Yesterday the counsellor I’m seeing tore all of my “lalalalalalala… it’s not happening” defences into pieces. Consequently, all I really want to blog is “my baby boy is dead, my baby boy is dead.” I’m in pieces. However, that isn’t going to help, I think, so I’m going to blog something else instead.
I’ve fallen in love with the art by Paul Corfield; and having (ARGH!) not bought two cheap prints by him that I saw in a shop in Newark last week, I’m now really wishing I had.
Here’s a view from my childhood- the North Sea at Skegness; sea views with added oil rig. (And now, for your delectation, WIND FARMS!!!!) Max took me to Skegness, home of holidays and weekends of my smallest years. I needed to reclaim something of my childhood for myself and it was good to go.
Here’s a tree. The world and the weather has turned it and twisted it and pushed it about. But there it is, still there.
Josie drew penguins. Rather well I thought.
She also designed a board game. It has matching sets, pieces that mean other people can’t complete sets, money to buy them from other players, bluff pieces and miss a go pieces. She drew it, thought out the rules and taught it to me all on her own.
Maddy built Stonehenge in Fimo for her history round up.
All 4 Puddle Chicks stood on beams at once.
We added “The Scream in a Grape” to our previous “The Scream in a Yorkshire Pudding” photo collection.
Oh, also need to link to these lovely bracelets made by gorgeous June. There is a giveaway going, so go and like her on Facebook.
Nina says
Understand the wanting to scream and the knowing it wouldn’t do any good….although I did take the opportunity to do so when the house was empty……….I used to feel like there was a running commentary in my head just saying over and over again “She’s dead, she’s dead” and eventually got so used to it that I hardly noticed it but then it would suddenly take me by surprise.

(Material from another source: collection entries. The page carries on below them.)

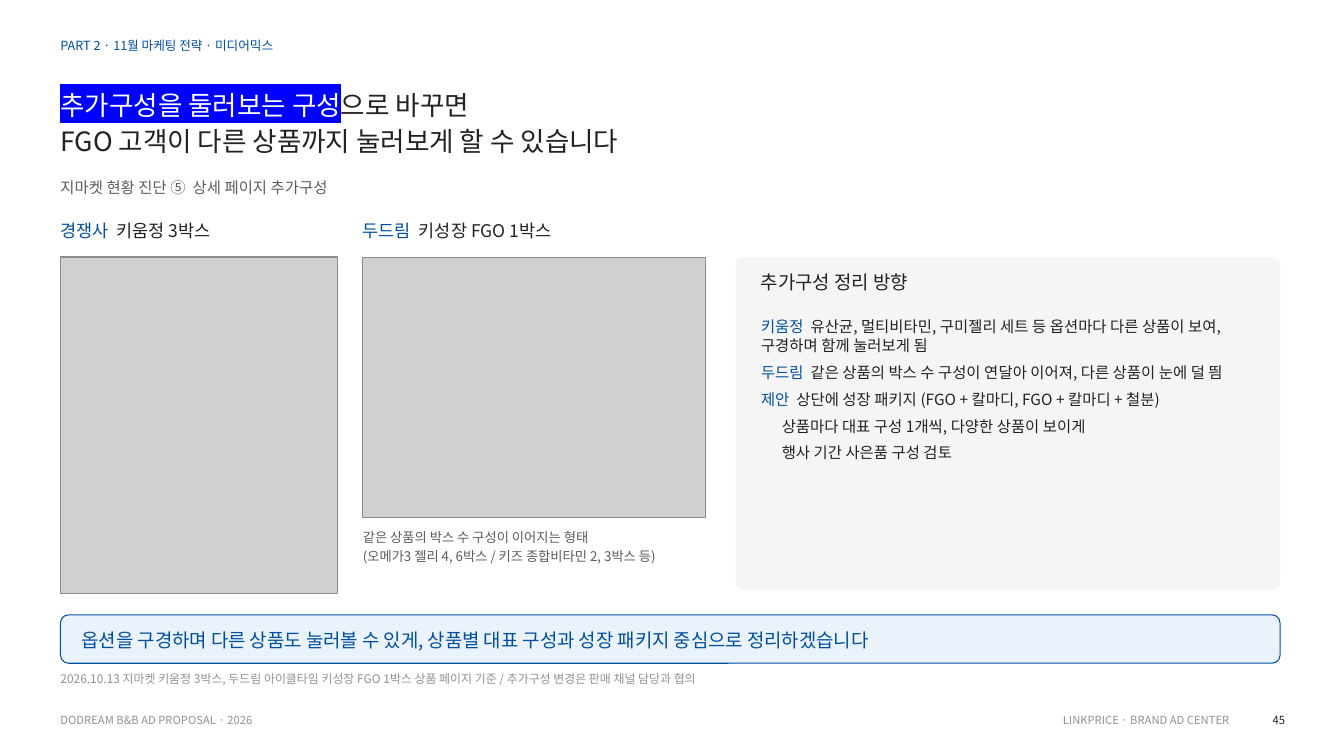
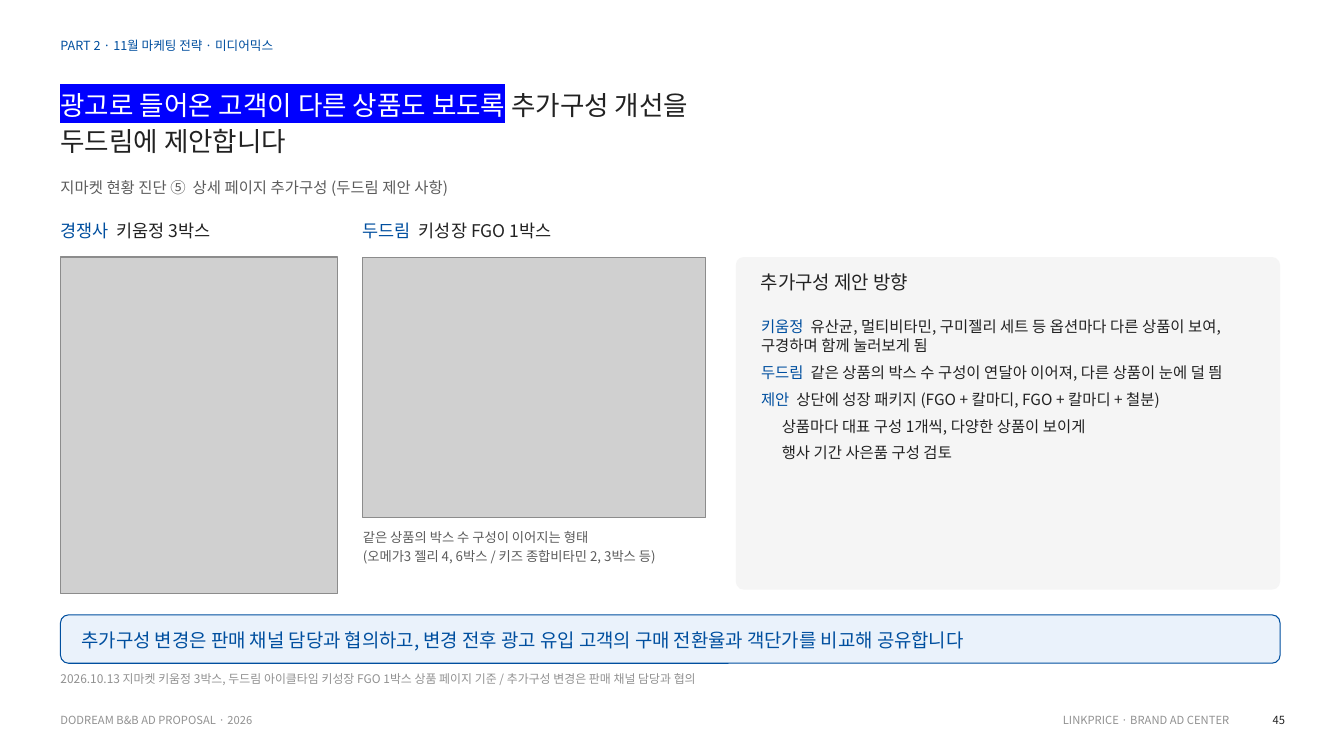
Before and after one commit to sonnet24/mypage, a slide deck: slide 45 of 두드림_11월_광고운영제안서_Ver4_수정.pptx. Drawn at 1344x756 pixels with LibreOffice and Linux fonts; fonts in the diff are those of the drawing; grey boxes stand for pictures. Boxes give left, top, right and bottom in pixels: in the first picture for what was removed or moved away, otherwise in the second. Text is boxed around its words. In the diff, an @@ line names an element or a change of style, - is before the commit and + after.

```diff
--- a/두드림_11월_광고운영제안서_Ver4_수정.pptx
+++ b/두드림_11월_광고운영제안서_Ver4_수정.pptx
@@ text at box(60, 93, 688, 153): text changed; text colour #222222 to #FFFFFF @@
-추가구성을 둘러보는 구성으로 바꾸면
-FGO 고객이 다른 상품까지 눌러보게 할 수 있습니다
+광고로 들어온 고객이 다른 상품도 보도록 추가구성 개선을
+두드림에 제안합니다
@@ text at box(60, 180, 448, 196): text changed @@
-지마켓 현황 진단 ⑤ 상세 페이지 추가구성
+지마켓 현황 진단 ⑤ 상세 페이지 추가구성 (두드림 제안 사항)
@@ text at box(761, 273, 908, 291): text changed @@
-추가구성 정리 방향
+추가구성 제안 방향
@@ text at box(82, 631, 964, 651): text changed @@
-옵션을 구경하며 다른 상품도 눌러볼 수 있게, 상품별 대표 구성과 성장 패키지 중심으로 정리하겠습니다
+추가구성 변경은 판매 채널 담당과 협의하고, 변경 전후 광고 유입 고객의 구매 전환율과 객단가를 비교해 공유합니다
```
Also in this commit, not shown: 6 other slides changed.

Still early days, glad you are talking about it……..(((hugs)))
merry says
Nina, it’s just shit, isn’t it?
I feel like that; like a computer which, if you open up task manager, has 95% of its processing power taken up with running 1 programme. Leaving just 5% for all the other things it needs to do.
HelenHaricot says
x x i wish i could say or do something useful.
Jeanette (Lazy Seamstress) says
Yep, I have “my baby died” on a constant loop too.
Like your computer analogy Merry. :0)
Jenn says
Ah, yes, the constant “my baby is dead. my baby is dead.”, I am all too familiar with that. Love the tree picture, by the way.
JillM says
I recognise that loop too. Although, now sometimes it’s punctuated by disbelief … did I really have a dead baby daughter?
P.S. Your children are brilliant!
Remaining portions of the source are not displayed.